SWANSEA’S new landmark Copr Bay bridge was eased into place in a major construction operation last night and this morning.
The 150 metric tonne bridge is now in place over the main Oystermouth Road. It’s 12 metres wide, 49m long and features 2,756 laser-cut origami shapes.
It will be pivotal in improving access between the city, the Marina and the coastline.
It will be a number of months before the gold-coloured pedestrian and cyclist bridge – central to Swansea Council’s emerging £135m Copr Bay Phase One regeneration scheme – will be ready for use by the public.
Council leader Rob Stewart said:
“This is another big milestone in the transformation of our city.
“With its bold design and striking façade that will complement the new state-of-the-art arena, the bridge will become a stunning new landmark for the city and an emblem nationally and internationally of a modern welcoming city.
“The work we’re doing couldn’t be more timely for Swansea and Wales as we emerge from the pandemic.
“We’re transforming the landscape, and we’re creating jobs, new opportunities and a new future for our city centre. The bridge, when completed, will be part of that bright future.”

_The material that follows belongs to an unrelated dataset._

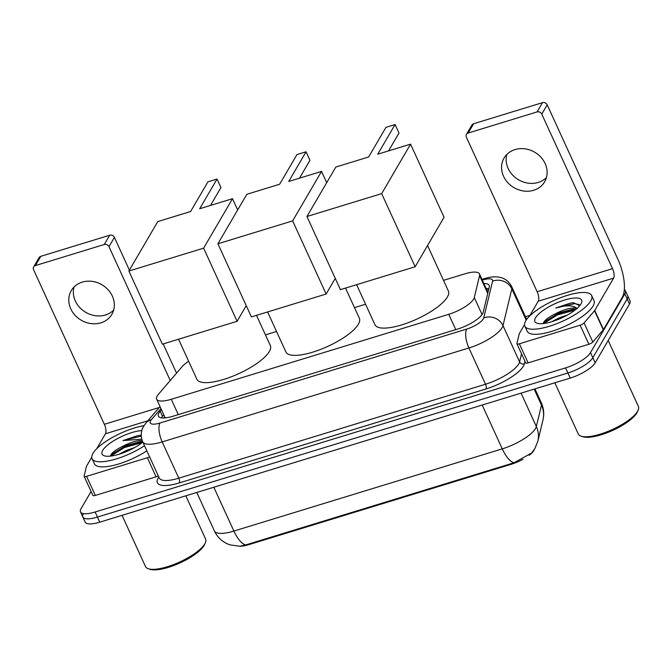 <?xml version="1.0" encoding="UTF-8"?>
<svg xmlns="http://www.w3.org/2000/svg" width="672" height="672" viewBox="0 0 672 672"><rect width="100%" height="100%" fill="white"/><g stroke="black" fill="none" stroke-linecap="round" stroke-linejoin="round"><path stroke-width="1.01" d="M188.639 361.225A22.042 6.737 -24.6 0 0 182.053 366.736L158.432 394.279A22.042 6.737 -24.6 0 0 157.198 395.984A22.042 6.737 -24.6 0 0 156.652 399.185A22.042 6.737 -24.6 0 0 171.276 399.286L448.736 314.311A22.042 6.737 -24.6 0 0 474.289 297.545L479.573 275.612A22.042 6.737 -24.6 0 0 479.472 273.932A22.042 6.737 -24.6 0 0 464.856 273.832L443.512 280.367M534.349 449.425A19.832 6.065 155.4 0 1 529.208 455.28M522.925 459.32A19.832 6.065 155.4 0 1 511.434 464.218L248.9 544.622A19.832 6.065 155.4 0 1 240.064 546.202M365.568 304.24L354.488 307.633M276.536 331.506L265.457 334.9M245.792 544.908A25.712 9.761 73 0 1 233.881 531.056A29.383 8.98 -24.6 0 1 214.385 530.922C217.132 536.735 221.39 541.002 227.161 543.749L229.942 544.858L239.812 546.218L245.792 544.908L514.172 462.714L531.653 452.962L534.937 448.468L537.835 441.26A25.712 23.806 -166.5 0 0 536.34 426.502L541.489 405.124A29.383 8.98 -24.6 0 0 541.355 402.881L534.946 388.886M624.33 289.615A22.042 6.737 155.4 0 1 625.363 290.699L627.698 295.789A22.042 6.737 155.4 0 1 627.152 298.99L592.838 357.739A22.042 6.737 155.4 0 1 567.924 372.985L97.44 517.087A22.042 6.737 155.4 0 1 82.824 516.986L85.151 522.068A22.042 6.737 155.4 0 0 99.775 522.169L570.251 378.076A22.042 6.737 155.4 0 0 595.165 362.83L629.479 304.08A22.042 6.737 155.4 0 0 630.025 300.88L627.698 295.789A22.042 6.737 155.4 0 1 627.152 298.99L592.838 357.739A22.042 6.737 155.4 0 1 567.924 372.985L97.44 517.087A22.042 6.737 155.4 0 1 82.824 516.986A22.042 6.737 155.4 0 1 83.362 513.778M161.473 409.71L160.18 411.222A22.042 6.737 -24.6 0 0 158.936 412.927A22.042 6.737 -24.6 0 0 158.399 416.128A22.042 6.737 -24.6 0 0 173.015 416.228L457.64 329.062A22.042 6.737 -24.6 0 0 483.193 312.295L489.266 287.078A22.042 6.737 -24.6 0 0 489.166 285.39A22.042 6.737 -24.6 0 0 483.874 283.542M625.363 290.699A22.042 6.737 155.4 0 1 624.826 293.908L590.503 352.649A22.042 6.737 155.4 0 1 565.589 367.895L95.113 511.997A22.042 6.737 155.4 0 1 80.489 511.896A22.042 6.737 155.4 0 1 81.035 508.687L91.081 491.492M525.47 316.714L529.998 315.328M486.2 288.624A22.042 6.737 155.4 0 1 488.846 288.826M161.372 417.85A22.042 6.737 155.4 0 1 162.506 416.312L163.8 414.8M113.644 310.12A23.512 20.53 30.3 0 1 105.462 314.983A23.512 20.53 30.3 0 1 81.48 309.229A23.512 20.53 30.3 0 1 74.054 286.994M82.236 282.131A23.512 20.53 -149.7 0 0 71.257 290.623A23.512 20.53 -149.7 0 0 75.046 315.252A23.512 20.53 -149.7 0 0 100.876 322.837A23.512 20.53 -149.7 0 0 111.854 314.336A23.512 20.53 -149.7 0 0 108.066 289.708A23.512 20.53 -149.7 0 0 82.236 282.131M158.298 475.868A3.671 1.126 155.4 0 1 156.08 476.818L147.344 457.741L86.579 476.356L95.315 495.432A3.671 1.126 155.4 0 1 92.879 495.415L84.143 476.339A3.671 1.126 -24.6 0 0 86.579 476.356M156.08 476.818L95.315 495.432M33.676 266.91L39.094 257.636A3.671 3.209 30.3 0 1 40.816 256.309L35.389 265.583A3.671 3.209 -149.7 0 0 33.676 266.91A3.671 3.209 -149.7 0 0 33.6 269.758L104.353 424.301A7.35 2.789 -107 0 1 105.462 433.759L96.726 448.711M109.696 235.217A3.671 3.209 30.3 0 1 114.4 237.401L108.982 246.674A3.671 3.209 -149.7 0 0 104.278 244.49L109.696 235.217L40.816 256.309M176.551 373.153L163.178 343.938M129.402 270.161L114.4 237.401M104.278 244.49L35.389 265.583M108.982 246.674L170.251 380.503M91.745 457.237L86.579 466.091A3.671 1.126 -24.6 0 0 86.47 466.343L84.126 476.053A3.671 1.126 -24.6 0 0 84.143 476.339M147.344 457.741A3.671 1.126 -24.6 0 0 149.562 456.784M185.825 495.818L205.607 539.036A33.062 10.105 155.4 0 1 205.372 542.716L204.624 544.429A31.592 9.66 155.4 0 1 204.078 545.513A31.592 9.66 155.4 0 1 178.954 563.388A31.592 9.66 155.4 0 1 150.226 569.344L148.436 568.781A33.062 10.105 155.4 0 1 145.496 566.555L122.052 515.348M205.372 542.716A33.062 10.105 155.4 0 1 204.792 543.841A33.062 10.105 155.4 0 1 178.5 562.548A33.062 10.105 155.4 0 1 148.436 568.781M144.514 445.746A36.733 11.231 155.4 0 1 92.072 458.699A36.733 11.231 155.4 0 1 92.98 453.356A36.733 11.231 155.4 0 1 144.018 425.645M146.84 450.836A36.733 11.231 155.4 0 1 94.399 463.789L92.072 458.699M140.91 435.347L138.104 435.515L122.984 440.572L141.775 439.211M142.758 441.924L140.288 441.706L122.892 446.225A18.362 5.611 155.4 0 1 142.22 440.639M122.892 446.225C117.13 448.988 113.24 451.685 111.208 454.314L110.326 456.137M111.686 453.718L111.208 454.314M142.85 442.126A25.712 7.862 155.4 0 1 104.378 455.834A25.712 7.862 155.4 0 1 102.724 450.374A25.712 7.862 155.4 0 1 141.842 430.576M134.568 447.602L126.386 450.408L118.877 454.314M141.918 441.79L124.202 446.712L110.88 454.81M141.154 435.355L138.104 435.515M142.262 442.588L124.564 447.51L110.737 456.095M141.271 436.145L122.984 440.572M256.511 315.353L270.354 345.601A40.404 12.348 155.4 0 1 269.363 351.473A40.404 12.348 155.4 0 1 231.176 376.841A40.404 12.348 155.4 0 1 196.879 379.243L178.559 339.226M199.693 208.74L217.031 179.054L207.934 181.843L190.596 211.52L157.777 221.575L128.881 271.043L203.616 248.161L232.512 198.685L199.693 208.74M210.512 205.422L220.937 187.58L217.031 179.054M232.512 198.685L237.67 209.95M203.616 248.161L237.098 321.3L246.238 305.651M237.098 321.3L162.372 344.182L128.881 271.043M345.534 288.086L359.386 318.335A40.404 12.348 155.4 0 1 358.386 324.206A40.404 12.348 155.4 0 1 320.2 349.574A40.404 12.348 155.4 0 1 285.911 351.977L267.59 311.959M288.725 181.474L306.062 151.788L296.965 154.577L279.628 184.254L246.809 194.309L217.913 243.776L292.639 220.895L321.544 171.419L288.725 181.474M299.536 178.156L309.96 160.306L306.062 151.788M321.544 171.419L326.701 182.683M292.639 220.895L326.13 294.025L335.261 278.384M326.13 294.025L251.395 316.915L217.913 243.776M427.56 245.524L448.409 291.068A40.404 12.348 155.4 0 1 447.418 296.94A40.404 12.348 155.4 0 1 409.231 322.308A40.404 12.348 155.4 0 1 374.934 324.71L356.614 284.693M377.748 154.207L395.086 124.522L385.988 127.31L368.651 156.988L335.832 167.042L306.936 216.51L381.671 193.628L410.567 144.152L377.748 154.207M388.567 150.889L398.992 133.039L395.086 124.522M410.567 144.152L444.049 217.291L415.153 266.759L340.418 289.649L306.936 216.51M381.671 193.628L415.153 266.759M546.437 177.568A23.512 20.53 30.3 0 1 538.247 182.431A23.512 20.53 30.3 0 1 514.265 176.677A23.512 20.53 30.3 0 1 506.839 154.442M515.029 149.579A23.512 20.53 -149.7 0 0 504.05 158.071A23.512 20.53 -149.7 0 0 507.83 182.7A23.512 20.53 -149.7 0 0 533.66 190.277A23.512 20.53 -149.7 0 0 544.648 181.784A23.512 20.53 -149.7 0 0 540.859 157.156A23.512 20.53 -149.7 0 0 515.029 149.579M580.129 325.189A3.671 1.126 -24.6 0 0 584.077 322.93L594.544 310.733A3.671 1.126 -24.6 0 0 594.745 310.447L603.481 329.524A3.671 1.126 155.4 0 1 603.271 329.809L592.813 342.006A3.671 1.126 155.4 0 1 588.865 344.266L580.129 325.189L519.372 343.795L528.108 362.88A3.671 1.126 155.4 0 1 525.672 362.863L516.936 343.778A3.671 1.126 -24.6 0 0 519.372 343.795M588.865 344.266L528.108 362.88M603.481 329.524L622.364 297.192A29.383 11.155 73 0 0 617.946 259.384L547.193 104.84L541.775 114.122L612.528 268.666A7.35 2.789 -107 0 1 613.628 278.116L594.745 310.447M466.469 134.358L471.887 125.084A3.671 3.209 30.3 0 1 473.6 123.757L468.182 133.031A3.671 3.209 -149.7 0 0 466.469 134.358A3.671 3.209 -149.7 0 0 466.393 137.206L537.146 291.749A7.35 2.789 -107 0 1 538.255 301.199L529.511 316.159M541.775 114.122A3.671 3.209 -149.7 0 0 537.062 111.938L542.48 102.656L473.6 123.757M542.48 102.656A3.671 3.209 30.3 0 1 547.193 104.84M537.062 111.938L468.182 133.031M524.538 324.677L519.364 333.53A3.671 1.126 -24.6 0 0 519.254 333.791L516.919 343.501A3.671 1.126 -24.6 0 0 516.936 343.778M608.202 340.519L638.4 406.484A33.062 10.105 155.4 0 1 638.156 410.155L637.417 411.877A31.592 9.66 155.4 0 1 636.871 412.952A31.592 9.66 155.4 0 1 611.747 430.836A31.592 9.66 155.4 0 1 583.01 436.783L581.23 436.229A33.062 10.105 155.4 0 1 578.281 434.003L554.837 382.796M638.156 410.155A33.062 10.105 155.4 0 1 637.585 411.289A33.062 10.105 155.4 0 1 611.293 429.996A33.062 10.105 155.4 0 1 581.23 436.229M590.755 300.905A36.733 11.231 155.4 0 1 556.038 323.963A36.733 11.231 155.4 0 1 524.866 326.147A36.733 11.231 155.4 0 1 525.764 320.804A36.733 11.231 155.4 0 1 560.482 297.746A36.733 11.231 155.4 0 1 591.654 295.562A36.733 11.231 155.4 0 1 590.755 300.905M591.654 295.562L593.989 300.653A36.733 11.231 155.4 0 1 593.082 305.987A36.733 11.231 155.4 0 1 558.365 329.053A36.733 11.231 155.4 0 1 527.192 331.229L524.866 326.147M579.692 305.71L573.703 302.795L570.898 302.963L555.769 308.02C566.656 304.836 573.787 305.088 577.164 308.767M575.82 309.431L573.073 309.154L555.677 313.664A18.362 5.611 155.4 0 1 576.836 308.574M555.677 313.664C549.923 316.436 546.034 319.133 544.001 321.762L543.11 323.585M544.471 321.166L544.001 321.762M535.517 317.822A25.712 7.862 155.4 0 1 563.632 300.334A25.712 7.862 155.4 0 1 581.448 303.013A25.712 7.862 155.4 0 1 581.003 303.887A25.712 7.862 155.4 0 1 560.557 318.436A25.712 7.862 155.4 0 1 537.172 323.282A25.712 7.862 155.4 0 1 535.517 317.822M567.361 315.05L559.18 317.848L551.67 321.754M574.711 309.238L556.987 314.16L543.665 322.258M573.947 302.795L570.898 302.963M575.047 310.036L557.357 314.95L543.53 323.543M579.272 304.643L574.694 303.601L555.769 308.02M511.434 464.218L511.148 463.588M248.9 544.622L248.615 543.992M488.141 291.749A22.042 20.404 -166.5 0 0 487.645 291.782M178.29 414.616L171.276 399.286M487.738 293.446L479.573 275.612M482.076 314.546L474.289 297.545M455.75 329.641L448.736 314.311M514.172 462.714A25.712 9.761 -107 0 1 502.261 448.862A29.383 8.98 -24.6 0 0 535.475 428.526A29.383 8.98 -24.6 0 0 536.34 426.502L521.06 393.137M541.355 402.881C543.799 408.383 544.345 414.044 542.993 419.882A25.712 23.806 -166.5 0 0 541.489 405.124L534.164 389.13M213.822 487.242L233.881 531.056L502.261 448.862L482.202 405.04M570.251 378.076L565.589 367.895M595.165 362.83L590.503 352.649M99.775 522.169L95.113 511.997M629.479 304.08L624.826 293.908M160.952 408.568L151.418 419.681A14.692 4.494 -24.6 0 0 150.595 420.815A14.692 4.494 -24.6 0 0 159.978 423.016L466.704 329.078A14.692 4.494 -24.6 0 0 483.311 318.914A14.692 4.494 -24.6 0 0 483.739 317.898L492.584 281.165A14.692 4.494 -24.6 0 0 482.773 279.98L482.303 280.123M526.697 319.393L511.703 286.65A29.383 8.98 155.4 0 1 511.837 288.893L502.992 325.626A29.383 8.98 155.4 0 1 502.127 327.65A29.383 8.98 155.4 0 1 468.913 347.978L162.187 441.924A29.383 8.98 155.4 0 1 142.699 441.79L159.289 478.036A29.383 8.98 -24.6 0 0 178.786 478.17L485.512 384.233A29.383 8.98 -24.6 0 0 518.725 363.905A29.383 8.98 -24.6 0 0 519.59 361.872L521.531 353.816M524.983 361.368L524.395 363.804A33.062 10.105 155.4 0 1 486.058 388.954L179.34 482.899A3.671 1.394 73 0 0 178.786 478.17L162.187 441.924A14.692 5.578 -107 0 1 159.978 423.016M524.395 363.804A3.671 3.402 13.5 0 1 519.59 361.872L502.992 325.626A14.692 13.6 -166.5 0 0 483.739 317.898M179.34 482.899A33.062 10.105 155.4 0 1 158.222 477.943A33.062 10.105 155.4 0 1 158.819 477.011M466.704 329.078A14.692 5.578 -107 0 0 468.913 347.978L485.512 384.233A3.671 1.394 73 0 1 486.058 388.954M492.584 281.165A14.692 13.6 -166.5 0 1 511.837 288.893L526.159 320.174M482.773 279.98A14.692 5.578 -107 0 1 484.294 278.653L481.958 279.367M151.418 419.681A14.692 11.668 -139.4 0 0 146.084 422.839L160.037 406.568M163.766 417.984L164.741 416.842M162.506 416.312L160.18 411.222M159.247 407.492L104.353 424.301M147.857 420.773L105.462 433.759M612.528 268.666L537.146 291.749M613.628 278.116L538.255 301.199M603.271 329.809L594.544 310.733M584.077 322.93L592.813 342.006M488.804 289.002L486.402 289.069M165.22 417.892L156.652 399.185M487.964 292.488L479.472 273.932M542.993 419.882L537.835 441.26M214.385 530.922L196.778 492.458M146.084 422.839L143.732 426.124C142.313 428.274 139.625 434.12 142.699 441.79M80.489 511.896L82.824 516.986M511.703 286.65C507.755 279.191 501.74 277.645 499.834 277.334C495.491 276.377 490.308 276.814 484.294 278.653"/></g></svg>

Council cabinet member for investment, regeneration and tourism Robert Francis-Davies said:
“The new bridge will be a permanent beacon that tells people what Swansea is all about: an open, vibrant destination where opportunities are created and barriers overcome.
“Swansea will be the city held up as the model post-pandemic place, where people can experience the best of both urban living and the wonders of nature. Swansea has it all – and, with our memorable new bridge, we are making it clearer than ever that our city is open.”
Swansea-born artist Marc Rees, who designed the pattern on the bridge’s side panels in collaboration with award-winning architects ACME, said:
“I’m looking forward to seeing the bridge in situ in all its glory.
“It’s been a difficult time recently, especially for the cultural sector, so the bridge installation is timely as we need a positive and aspirational symbol.”
Friedrich Ludewig, Design Director for ACME said:
“The new bridge is a true piece of international innovation for Swansea.
“ACME worked with Brussels-based structural engineers Ney & Partner to design this bridge made from steel plate.
“The iconic arch stabilizes the super-slender bridge deck and creates a new urban space floating over the road, enclosed by patterned steel offering glimpses across the road, the arena and the new coastal park.
“Until now, Oystermouth Road was for cars, not people. The bridge will be a stepping stone for a greener and more liveable Swansea city centre.”
The work to ease the distinctive bridge into place was carried out by specialist contractors using two huge mobile transporter units.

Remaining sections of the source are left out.